**Task requirements:** Out of the lines below, please list those that hold the string "added".

.....

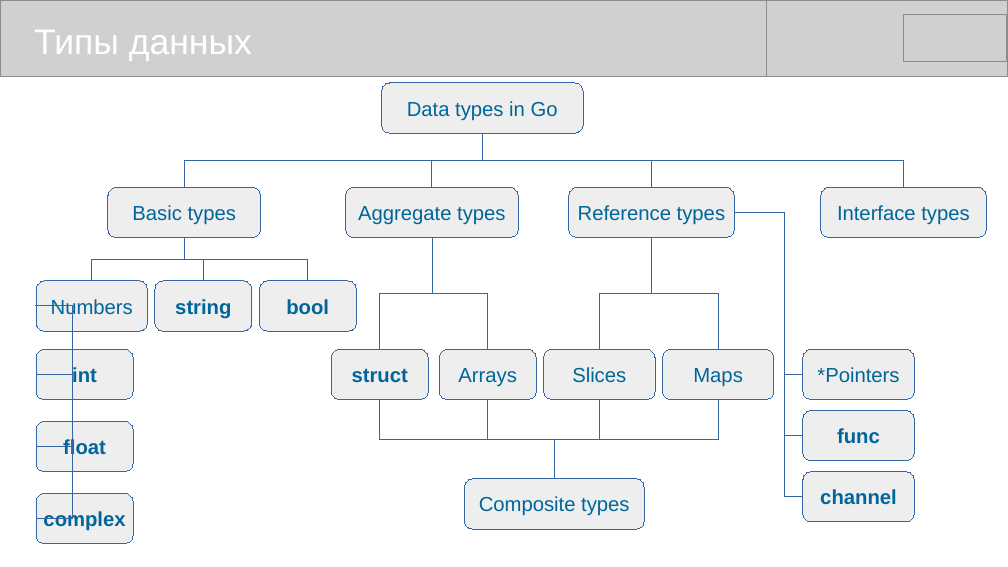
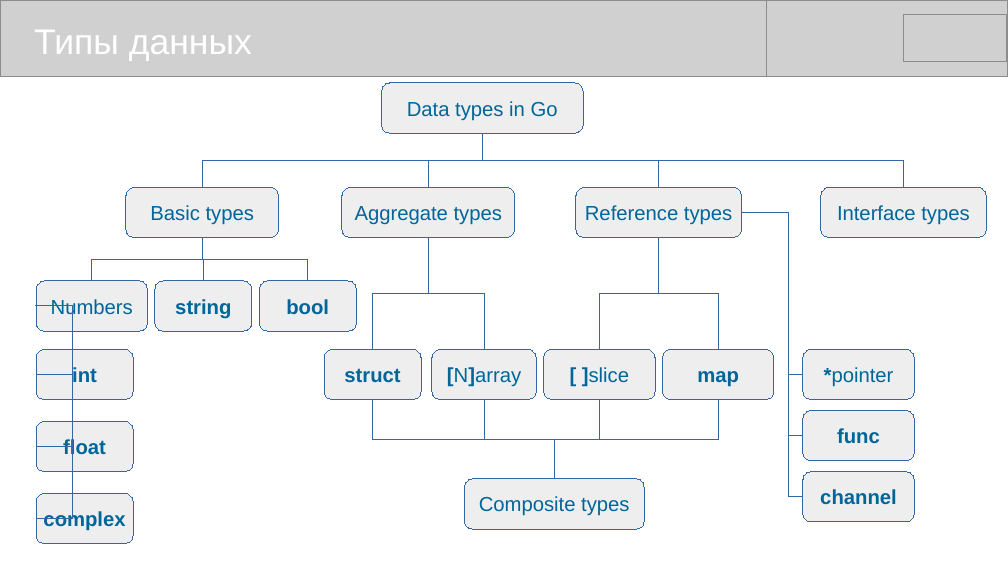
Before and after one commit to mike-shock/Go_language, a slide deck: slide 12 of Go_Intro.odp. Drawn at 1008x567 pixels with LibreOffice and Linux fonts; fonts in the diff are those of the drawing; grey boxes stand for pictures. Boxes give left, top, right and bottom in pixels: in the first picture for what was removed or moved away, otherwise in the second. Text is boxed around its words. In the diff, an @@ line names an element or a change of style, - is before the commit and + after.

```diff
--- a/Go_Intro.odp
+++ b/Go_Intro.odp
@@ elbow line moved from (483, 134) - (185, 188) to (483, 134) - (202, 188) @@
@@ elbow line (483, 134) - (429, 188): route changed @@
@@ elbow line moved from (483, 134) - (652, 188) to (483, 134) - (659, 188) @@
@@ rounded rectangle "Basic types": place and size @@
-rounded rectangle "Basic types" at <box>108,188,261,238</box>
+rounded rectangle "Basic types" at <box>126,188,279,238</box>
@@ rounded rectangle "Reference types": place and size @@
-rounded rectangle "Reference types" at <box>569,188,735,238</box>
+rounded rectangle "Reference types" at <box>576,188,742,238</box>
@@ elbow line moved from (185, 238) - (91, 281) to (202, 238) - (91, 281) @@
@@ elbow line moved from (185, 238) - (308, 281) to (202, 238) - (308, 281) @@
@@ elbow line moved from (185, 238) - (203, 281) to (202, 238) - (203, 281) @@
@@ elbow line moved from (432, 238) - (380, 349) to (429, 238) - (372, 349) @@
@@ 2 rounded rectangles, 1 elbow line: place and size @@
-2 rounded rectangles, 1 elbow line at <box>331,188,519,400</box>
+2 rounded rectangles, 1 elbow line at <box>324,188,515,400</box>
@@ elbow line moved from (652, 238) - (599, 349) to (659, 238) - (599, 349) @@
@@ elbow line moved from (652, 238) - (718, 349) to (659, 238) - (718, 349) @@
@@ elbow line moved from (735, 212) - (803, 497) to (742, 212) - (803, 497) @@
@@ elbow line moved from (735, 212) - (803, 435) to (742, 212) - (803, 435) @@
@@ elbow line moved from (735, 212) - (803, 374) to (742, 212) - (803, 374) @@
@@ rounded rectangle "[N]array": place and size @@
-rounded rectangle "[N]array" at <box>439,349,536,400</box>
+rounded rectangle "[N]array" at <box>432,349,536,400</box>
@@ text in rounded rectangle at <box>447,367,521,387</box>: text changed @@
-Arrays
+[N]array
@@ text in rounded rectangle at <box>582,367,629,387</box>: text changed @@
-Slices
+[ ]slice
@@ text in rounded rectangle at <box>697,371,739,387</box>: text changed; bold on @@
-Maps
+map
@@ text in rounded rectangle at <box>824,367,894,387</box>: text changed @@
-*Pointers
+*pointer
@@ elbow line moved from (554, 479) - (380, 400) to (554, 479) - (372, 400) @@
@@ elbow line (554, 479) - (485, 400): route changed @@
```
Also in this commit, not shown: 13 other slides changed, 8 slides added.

.....

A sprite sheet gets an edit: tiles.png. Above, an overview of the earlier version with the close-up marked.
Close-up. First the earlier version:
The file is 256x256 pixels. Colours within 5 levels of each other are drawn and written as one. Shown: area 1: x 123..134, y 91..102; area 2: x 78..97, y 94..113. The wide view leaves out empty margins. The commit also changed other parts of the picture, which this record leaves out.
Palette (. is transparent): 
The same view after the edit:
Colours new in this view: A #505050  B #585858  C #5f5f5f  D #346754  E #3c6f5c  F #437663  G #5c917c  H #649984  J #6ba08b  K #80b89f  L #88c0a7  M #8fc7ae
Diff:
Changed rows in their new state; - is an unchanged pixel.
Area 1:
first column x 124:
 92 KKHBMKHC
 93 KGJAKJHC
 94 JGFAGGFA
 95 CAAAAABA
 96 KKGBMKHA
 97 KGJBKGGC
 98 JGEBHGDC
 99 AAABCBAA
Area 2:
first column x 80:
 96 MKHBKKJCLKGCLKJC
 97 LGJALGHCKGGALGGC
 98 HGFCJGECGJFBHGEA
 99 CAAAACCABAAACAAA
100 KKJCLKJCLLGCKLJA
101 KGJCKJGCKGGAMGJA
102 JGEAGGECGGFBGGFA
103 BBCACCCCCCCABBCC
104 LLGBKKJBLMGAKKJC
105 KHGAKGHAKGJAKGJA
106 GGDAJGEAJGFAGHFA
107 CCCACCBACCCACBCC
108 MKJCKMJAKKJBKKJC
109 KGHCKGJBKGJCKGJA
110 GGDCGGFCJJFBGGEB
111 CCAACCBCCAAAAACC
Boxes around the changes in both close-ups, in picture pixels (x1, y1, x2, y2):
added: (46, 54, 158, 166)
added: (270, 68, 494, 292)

.....

**Task solution:**
Also in this commit, not shown: 13 other slides changed, 8 slides added.
added: (46, 54, 158, 166)
added: (270, 68, 494, 292)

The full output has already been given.